# CBS Reception Problem



## tegage

Even though the signal strength on my local CBS station is around 95, it's the only station that occasionally pixelates.

A friend claims he read somewhere that because CBS broadcasts their digital station on channel 2 (here in West Michigan), a longer antenna is required (longer wavelength signal???).

Is there any truth to this? If not, is there a remedy? I current have an Antenna Craft AC-9, which is the antenna recommended by the titantv.com site, pointed directly at the broadcast tower.


----------



## Tower Guy

tegage said:


> Even though the signal strength on my local CBS station is around 95, it's the only station that occasionally pixelates.
> 
> A friend claims he read somewhere that because CBS broadcasts their digital station on channel 2 (here in West Michigan), a longer antenna is required (longer wavelength signal???).
> 
> Is there any truth to this? If not, is there a remedy? I current have an Antenna Craft AC-9, which is the antenna recommended by the titantv.com site, pointed directly at the broadcast tower.


The issues with WWMT-DT are numerous.
Channel 2 is prone to interference from WBBM in Chicago.
Channel 2 is prone to line noise due to power line problems.
Lightning causes more interference on channel 2 than any other channel.
Channel 2 has more problems with hair dryers and electric mixers than any other channel.
The cosmic noise on channel 2 is higher than any other channel.

The AC 9 does provide a stong signal. but cannot differentiate between WWMT-DT and the interference sources listed. A more directional antenna will help. When selecting a better antenna, look for both front to back ratio and beamwidth. You'll want a high F/B ratio and a narrow beamwidth. For channel 2, that implies a fairly large antenna. The data for the AC9 is not widely published, but on channel 2 the F/B is about zero, the gain is slightly negative and the beamwidth is about 120 degrees.

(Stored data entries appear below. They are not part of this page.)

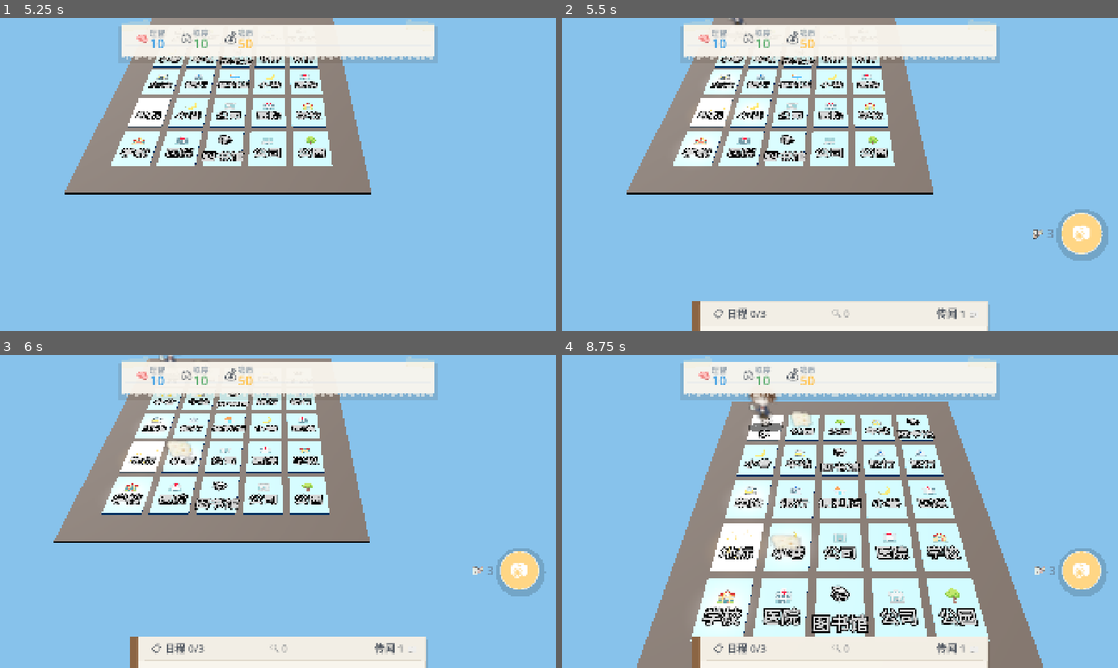
Above: before the commit, frames 1-4 (two rows, left to right).
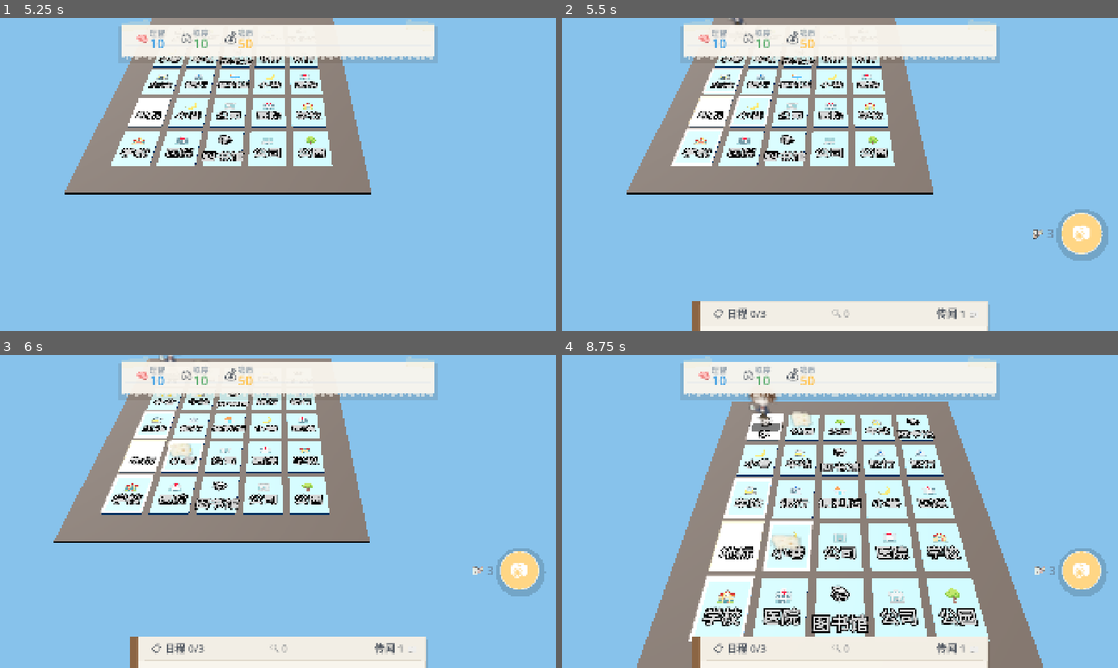
Above: after the commit, the same moments.

Repository: SnowWindSaveYou/project_dark_city
Game: Godot game, scene res://scenes/main.tscn
Two runs of this game, one before a commit and one after it. Both use one fixed random seed, a clock stepped at 60 frames per second and the inputs below.
Inputs (mouse positions are in pixels of both pictures, inside the frame that each line leads up to):
- Up to frame 1 (5.25 s): tap Enter at 0.5, 2.1, 3.6, 5.1 s; drag from (278, 174) to (333, 105) at 0.52 s; tap Space at 1.25, 3.77 s; drag from (278, 174) to (250, 237) at 1.27 s; move the mouse to (333, 105) at 2.02 s; click (333, 105) at 2.17 s; drag from (250, 237) to (111, 127) at 2.77 s; move the mouse to (444, 221) at 3.52 s; click (444, 221) at 3.67 s; drag from (111, 127) to (194, 96) at 4.27 s; move the mouse to (305, 174) at 5.02 s; click (305, 174) at 5.17 s
- Up to frame 2 (5.5 s): no input
- Up to frame 3 (6 s): drag from (194, 433) to (166, 527) at 5.77 s
- Up to frame 4 (8.75 s): move the mouse to (962, 495) at 6.52 s; tap Enter at 6.6, 8.1 s; click (962, 495) at 6.67 s; tap Space at 6.77 s; drag from (728, 527) to (812, 574) at 7.27 s; move the mouse to (895, 442) at 8.02 s; click (895, 442) at 8.17 s

Frame 1 is identical in both runs. In frame 2, 0.7% of the frame differs, in the area x 19-38%, y 16-48%; in frame 3, 0.8%; in frame 4, 1.6%, in the area x 22-46%, y 18-92%.

Commit message:
Refactor board_visual, update main, add shaders

Diff:
--- a/godot/scripts/controllers/board_visual.gd
+++ b/godot/scripts/controllers/board_visual.gd
@@ -28,9 +28,17 @@
 var _card_materials: Dictionary = {}  # "row_col" -> StandardMaterial3D
 ## 共享卡牌 Mesh
 var _card_mesh: BoxMesh = null
-## 粒子材质缓存 (landmark / home 两套)
-var _particle_mat_landmark: StandardMaterial3D = null
-var _particle_mat_home: StandardMaterial3D = null
+## 光环 Shader (方形发光边框上浮特效)
+var _glow_border_shader: Shader = null
+## 光环共享 QuadMesh (与卡牌同尺寸, 水平放置)
+var _glow_quad_mesh: QuadMesh = null
+## 光环层数
+const GLOW_RING_COUNT: int = 3
+## 光环动画参数 (匹配 Lua 版: Card.lua syncNode)
+const GLOW_CYCLE: float = 4.0        # 循环周期 (秒)
+const GLOW_Y_BASE: float = 0.005     # 起始高度 (卡面上方)
+const GLOW_Y_RISE: float = 0.05      # 上浮距离
+const GLOW_SCALE_GROW: float = 0.06  # 上浮时微放大
 
 ## 侦察/揭示图标常量
 const ICON_QUAD: float = 0.18        # 图标边长 (米)
@@ -56,9 +64,11 @@
 	_card_mesh = BoxMesh.new()
 	_card_mesh.size = Vector3(Card.CARD_W, Card.CARD_THICKNESS, Card.CARD_H)
 
-	# 粒子材质 (地标: 金色, 家: 白色)
-	_particle_mat_landmark = _create_particle_material(GameTheme.glow_color)
-	_particle_mat_home = _create_particle_material(Color(0.9, 0.95, 1.0, 0.8))
+	# 光环 Shader & 共享 Mesh
+	_glow_border_shader = load("res://shaders/glow_border.gdshader")
+	_glow_quad_mesh = QuadMesh.new()
+	_glow_quad_mesh.size = Vector2(Card.CARD_W, Card.CARD_H)
+	_glow_quad_mesh.orientation = PlaneMesh.FACE_Y  # 水平放置, 面朝 +Y
 
 	# 侦察/揭示图标纹理 (预加载)
 	_tex_scouted = preload("res://assets/image/icon_scouted_v2_20260426051601.png")
@@ -166,9 +176,9 @@
 				ico_r.visible = card.revealed
 				card_node.add_child(ico_r)
 
-			# 家/地标: 创建时就挂载光环粒子 (匹配 Lua Card.createNode 行为)
+			# 家/地标: 创建时就挂载光环 (匹配 Lua Card.createNode 行为)
 			if card.should_have_glow():
-				_attach_glow_particles(card_node, card.type)
+				_attach_glow_rings(card_node, card.type)
 
 			board_layer.add_child(card_node)
 
@@ -239,15 +249,16 @@
 				var type_label: String = type_info.get("label", "")
 				label.text = icon + "\n" + type_label
 				label.modulate = Color(1, 1, 1, 0.9)
-			# 地标 / 家: 挂载粒子光晕 (尊重 safe_glow_active 开关)
+			# 地标 / 家: 挂载光环 (尊重 safe_glow_active 开关)
 			if card.type == "landmark" or card.type == "home":
-				_attach_glow_particles(card_node, card.type)
+				_attach_glow_rings(card_node, card.type)
 				_set_glow_visible(card_node, card.safe_glow_active)
 			elif card.safe_glow_active:
-				# 地标辐射区: 保留白色光晕
+				# 地标辐射区: 确保挂载光环并显示
+				_attach_glow_rings(card_node, "home")
 				_set_glow_visible(card_node, true)
 			else:
-				_remove_glow_particles(card_node)
+				_remove_glow_rings(card_node)
 	else:
 		mat.albedo_color = GameTheme.card_back
 		# 未翻开时显示地点信息
@@ -261,7 +272,7 @@
 				label.modulate = Color(1, 1, 1, 0.85)
 			# 家/地标/辐射区即使未翻开也保留光环 (匹配 Lua Card.createNode)
 			if not card.should_have_glow() and not card.safe_glow_active:
-				_remove_glow_particles(card_node)
+				_remove_glow_rings(card_node)
 
 	# 侦察/揭示图标: 只要卡牌可见就显示 (不论正反面)
 	if card_node:
@@ -1478,116 +1489,83 @@
 	pass
 
 # ---------------------------------------------------------------------------
-# 地标 / 安全区粒子特效
-# ---------------------------------------------------------------------------
-
-## 创建粒子用的不透明发光材质
-func _create_particle_material(color: Color) -> StandardMaterial3D:
-	var mat: StandardMaterial3D = StandardMaterial3D.new()
-	mat.transparency = BaseMaterial3D.TRANSPARENCY_ALPHA
-	mat.shading_mode = BaseMaterial3D.SHADING_MODE_UNSHADED
-	mat.albedo_color = color
-	mat.vertex_color_use_as_albedo = true
-	mat.billboard_mode = BaseMaterial3D.BILLBOARD_ENABLED
-	mat.no_depth_test = false
-	mat.render_priority = 2
+# 地标 / 安全区: 方形发光边框上浮特效 (匹配 Lua 版 Card.attachGlowRings)
+# ---------------------------------------------------------------------------
+
+## 为卡牌创建光环 ShaderMaterial (每层独立实例, 便于独立设 alpha)
+func _create_glow_ring_material(color: Color) -> ShaderMaterial:
+	var mat: ShaderMaterial = ShaderMaterial.new()
+	mat.shader = _glow_border_shader
+	mat.set_shader_parameter("border_color", color)
+	mat.set_shader_parameter("border_width", 0.06)
+	mat.set_shader_parameter("glow_spread", 0.08)
+	mat.render_priority = 100
 	return mat
 
-## 为指定卡牌挂载粒子特效 (landmark=金色光辉, home=白色光辉)
-func _attach_glow_particles(card_node: MeshInstance3D, card_type: String) -> void:
-	# 已有粒子则跳过
-	if card_node.get_node_or_null("GlowParticles"):
-		return
-
-	var particles: GPUParticles3D = GPUParticles3D.new()
-	particles.name = "GlowParticles"
-	particles.emitting = false  # 默认关闭, 由 show_safe_glows() 显式激活
-	particles.amount = 12
-	particles.lifetime = 1.8
-	particles.explosiveness = 0.0
-	particles.randomness = 0.3
-	particles.visibility_aabb = AABB(Vector3(-0.5, -0.1, -0.6), Vector3(1.0, 0.8, 1.2))
-	# 粒子从卡牌表面上方发射
-	particles.position = Vector3(0, Card.CARD_THICKNESS / 2.0 + 0.02, 0)
-
-	# 粒子材质
+## 为指定卡牌挂载 3 层方形发光边框 (landmark=金色, home=白色)
+func _attach_glow_rings(card_node: MeshInstance3D, card_type: String) -> void:
+	# 已有光环则跳过
+	if card_node.get_node_or_null("GlowRing_1"):
+		return
+
+	var base_color: Color
 	if card_type == "landmark":
-		particles.draw_pass_1 = _make_particle_quad_mesh(0.03)
-		particles.material_override = _particle_mat_landmark
+		base_color = Color(1.0, 0.85, 0.4, 1.0)   # 暖金色
 	else:
-		particles.draw_pass_1 = _make_particle_quad_mesh(0.025)
-		particles.material_override = _particle_mat_home
-
-	# 粒子行为 (ProcessMaterial)
-	var proc: ParticleProcessMaterial = ParticleProcessMaterial.new()
-	proc.direction = Vector3(0, 1, 0)
-	proc.spread = 25.0
-	proc.initial_velocity_min = 0.05
-	proc.initial_velocity_max = 0.15
-	proc.gravity = Vector3(0, 0.02, 0)  # 微弱上升力
-
-	# 发射范围: 卡牌表面区域
-	proc.emission_shape = ParticleProcessMaterial.EMISSION_SHAPE_BOX
-	proc.emission_box_extents = Vector3(Card.CARD_W * 0.35, 0.01, Card.CARD_H * 0.35)
-
-	# 缩放动画: 从小到大再消失
-	proc.scale_min = 0.6
-	proc.scale_max = 1.2
-	var scale_curve: CurveTexture = CurveTexture.new()
-	var curve: Curve = Curve.new()
-	curve.add_point(Vector2(0.0, 0.0))
-	curve.add_point(Vector2(0.15, 1.0))
-	curve.add_point(Vector2(0.7, 0.8))
-	curve.add_point(Vector2(1.0, 0.0))
-	scale_curve.curve = curve
-	proc.scale_curve = scale_curve
-
-	# 颜色渐变: 从亮到透明
-	var color_ramp: GradientTexture1D = GradientTexture1D.new()
-	var gradient: Gradient = Gradient.new()
-	if card_type == "landmark":
-		gradient.set_color(0, Color(1.0, 0.88, 0.4, 0.9))   # 起始: 暖金色
-		gradient.set_color(1, Color(1.0, 0.7, 0.2, 0.0))     # 结束: 淡出
-	else:
-		gradient.set_color(0, Color(1.0, 1.0, 1.0, 0.7))     # 起始: 柔白
-		gradient.set_color(1, Color(0.85, 0.9, 1.0, 0.0))    # 结束: 淡蓝消失
-	color_ramp.gradient = gradient
-	proc.color_ramp = color_ramp
-
-	particles.process_material = proc
-	card_node.add_child(particles)
-
-	# 同时添加一个柔和的 OmniLight3D 光源
-	var light: OmniLight3D = OmniLight3D.new()
-	light.name = "GlowLight"
-	light.position = Vector3(0, 0.15, 0)
-	light.omni_range = 0.6
-	light.light_energy = 0.0  # 默认关闭, 由 show_safe_glows() 显式激活
-	if card_type == "landmark":
-		light.light_color = Color(1.0, 0.85, 0.4)
-	else:
-		light.light_color = Color(0.9, 0.95, 1.0)
-	light.omni_attenuation = 1.5
-	light.shadow_enabled = false
-	card_node.add_child(light)
-
-## 移除卡牌上的粒子特效
-func _remove_glow_particles(card_node: MeshInstance3D) -> void:
-	var particles: Node = card_node.get_node_or_null("GlowParticles")
-	if particles:
-		particles.queue_free()
-	var light: Node = card_node.get_node_or_null("GlowLight")
-	if light:
-		light.queue_free()
-
-## 设置单张卡牌光晕可见性
+		base_color = Color(0.9, 0.95, 1.0, 1.0)    # 柔白色
+
+	for i in range(1, GLOW_RING_COUNT + 1):
+		var ring: MeshInstance3D = MeshInstance3D.new()
+		ring.name = "GlowRing_%d" % i
+		ring.mesh = _glow_quad_mesh
+		ring.material_override = _create_glow_ring_material(base_color)
+		ring.position = Vector3(0, GLOW_Y_BASE, 0)
+		ring.cast_shadow = GeometryInstance3D.SHADOW_CASTING_SETTING_OFF
+		ring.visible = false  # 默认隐藏, 由 show_safe_glows() 激活
+		card_node.add_child(ring)
+
+## 移除卡牌上的光环层
+func _remove_glow_rings(card_node: MeshInstance3D) -> void:
+	for i in range(1, GLOW_RING_COUNT + 1):
+		var ring: Node = card_node.get_node_or_null("GlowRing_%d" % i)
+		if ring:
+			ring.queue_free()
+
+## 设置单张卡牌光晕可见性 (显示/隐藏所有光环层)
 func _set_glow_visible(card_node: MeshInstance3D, visible: bool) -> void:
-	var particles: GPUParticles3D = card_node.get_node_or_null("GlowParticles") as GPUParticles3D
-	if particles:
-		particles.emitting = visible
-	var light: OmniLight3D = card_node.get_node_or_null("GlowLight") as OmniLight3D
-	if light:
-		light.light_energy = 0.4 if visible else 0.0
+	for i in range(1, GLOW_RING_COUNT + 1):
+		var ring: MeshInstance3D = card_node.get_node_or_null("GlowRing_%d" % i) as MeshInstance3D
+		if ring:
+			ring.visible = visible
+
+## 每帧更新所有激活光环的上浮/淡出/放大动画 (由 main._process 调用)
+func update_glow_rings(game_time: float) -> void:
+	for r in range(1, Board.ROWS + 1):
+		for c in range(1, Board.COLS + 1):
+			var card: Card = m.board.get_card(r, c)
+			if card == null or not card.safe_glow_active:
+				continue
+			var card_node: MeshInstance3D = get_card_node(r, c)
+			if card_node == null:
+				continue
+			for i in range(1, GLOW_RING_COUNT + 1):
+				var ring: MeshInstance3D = card_node.get_node_or_null("GlowRing_%d" % i) as MeshInstance3D
+				if ring == null or ring.material_override == null:
+					continue
+				# 交错相位: 每层偏移 1/RING_COUNT 个周期 (匹配 Lua)
+				var phase: float = fmod(game_time / GLOW_CYCLE + float(i - 1) / float(GLOW_RING_COUNT), 1.0)
+				var y: float = GLOW_Y_BASE + phase * GLOW_Y_RISE
+				# 线性衰减至全透明
+				var alpha: float = 1.0 - phase
+				var sc: float = 1.0 + phase * GLOW_SCALE_GROW
+
+				ring.position = Vector3(0, y, 0)
+				ring.scale = Vector3(sc, 1.0, sc)
+				# 更新 shader uniform 中的 alpha
+				var mat: ShaderMaterial = ring.material_override as ShaderMaterial
+				var col: Color = mat.get_shader_parameter("border_color") as Color
+				col.a = alpha
+				mat.set_shader_parameter("border_color", col)
 
 ## 显式激活所有安全区光晕: home/landmark + 地标辐射区 (发牌完成后调用)
 func show_safe_glows() -> void:
@@ -1603,8 +1581,8 @@
 				continue
 			var card_node: MeshInstance3D = get_card_node(r, c)
 			if card_node:
-				# 辐射区卡牌也挂载粒子 (白色光晕, 与 home 相同)
-				_attach_glow_particles(card_node, "home")
+				# 辐射区卡牌也挂载光环 (白色, 与 home 相同)
+				_attach_glow_rings(card_node, "home")
 				_set_glow_visible(card_node, true)
 			card.show_safe_glow()
 
@@ -1619,12 +1597,6 @@
 			var card_node: MeshInstance3D = get_card_node(r, c)
 			if card_node:
 				_set_glow_visible(card_node, false)
-
-## 创建粒子用的微型四边形 Mesh
-func _make_particle_quad_mesh(size: float) -> QuadMesh:
-	var quad: QuadMesh = QuadMesh.new()
-	quad.size = Vector2(size, size)
-	return quad
 
 # ---------------------------------------------------------------------------
 # 点击检测 (3D raycast → Y=0 平面)
--- a/godot/scripts/main.gd
+++ b/godot/scripts/main.gd
@@ -608,6 +608,9 @@
 	# Token
 	token.update(dt)
 	board_visual.update_token_visual()
+
+	# 安全区光环上浮动画
+	board_visual.update_glow_rings(game_time)
 
 	# 地图道具浮动动画
 	board_visual.update_item_visuals(game_time)
--- /dev/null
+++ b/godot/shaders/glow_border.gdshader
@@ -0,0 +1,34 @@
+shader_type spatial;
+render_mode unshaded, blend_add, depth_draw_never, cull_disabled;
+
+// 边框颜色 & 整体透明度 (由脚本每帧设置 alpha)
+uniform vec4 border_color : source_color = vec4(1.0, 1.0, 1.0, 1.0);
+// 边框粗细 (UV 空间, 0.0~0.5)
+uniform float border_width : hint_range(0.0, 0.2) = 0.06;
+// 外发光扩散宽度 (UV 空间)
+uniform float glow_spread : hint_range(0.0, 0.3) = 0.08;
+
+void fragment() {
+	vec2 uv = UV;
+	// 到四条边的距离 (UV 空间)
+	float d_left   = uv.x;
+	float d_right  = 1.0 - uv.x;
+	float d_top    = uv.y;
+	float d_bottom = 1.0 - uv.y;
+	float d_edge   = min(min(d_left, d_right), min(d_top, d_bottom));
+
+	// 内层实线边框
+	float inner_edge = border_width;
+	float inner = 1.0 - smoothstep(inner_edge * 0.6, inner_edge, d_edge);
+
+	// 外层辉光 (从边框向内外扩散)
+	float outer_edge = border_width + glow_spread;
+	float glow = 1.0 - smoothstep(0.0, outer_edge, d_edge);
+	glow = glow * glow;  // 平方衰减, 边缘更亮
+
+	// 合成: 内层全亮 + 外层柔光
+	float intensity = clamp(inner + glow * 0.5, 0.0, 1.0);
+
+	ALBEDO = border_color.rgb * intensity;
+	ALPHA = intensity * border_color.a;
+}

Size wise, the Winegard 7080P does very well on channel 2.
http://www.starkelectronic.com/wca7080.htm
Acxcording to the following tests, the Channelmaster 3671B is very highly rated;
http://www.hdtvprimer.com/ANTENNAS/comparing.html
I think that the differences between the AC9 and the 7080P would be obvious to you. The 3671B, although better than the 7080P, would not show a big improvement over the 7080P.


----------



## tegage

Tower Guy -

Thanks much for the help. I have been planning to move my antenna, when I do, I'll try one of the antennas you suggest.

Perhaps you could answer one last question. All the channels that are of interest to me are broadcast from approximately the same location directly south of me, with one exception: WGVU. WGVU (11) is broadcast Northwest (almost due west) of my location. Right now, my reception of that station is hit or miss. Is there a way to pull it in as well?


----------



## nostar

Tower Guy said:


> The AC 9 does provide a Strong signal. but cannot differentiate between WWMT-DT and the interference sources listed. A more directional antenna will help.


I agree. Perhaps attenuate the signal as well.


----------



## Tower Guy

tegage said:


> Tower Guy -
> 
> Thanks much for the help. I have been planning to move my antenna, when I do, I'll try one of the antennas you suggest.
> 
> Perhaps you could answer one last question. All the channels that are of interest to me are broadcast from approximately the same location directly south of me, with one exception: WGVU. WGVU (11) is broadcast Northwest (almost due west) of my location. Right now, my reception of that station is hit or miss. Is there a way to pull it in as well?


Two options;
1. Rotator
2. Use a seperate antenna for channel 11 such as the 5Y11S 5 ELEMENT YAGI ANTENNA for Channel 11 $40.35 from http://www.starkelectronic.com/winp12.htm#TACO and add it to the all channel antenna using a channel 11 "jointenna". (#0581; $15.30) http://www.warrenelectronics.com/Antennas/joiners.htm

The advantage of option #1 is you can play with stations located across Lake Michigan. 
The advantage of option #2 is you can record anything you want when you're not home without aiming your antenna before you leave.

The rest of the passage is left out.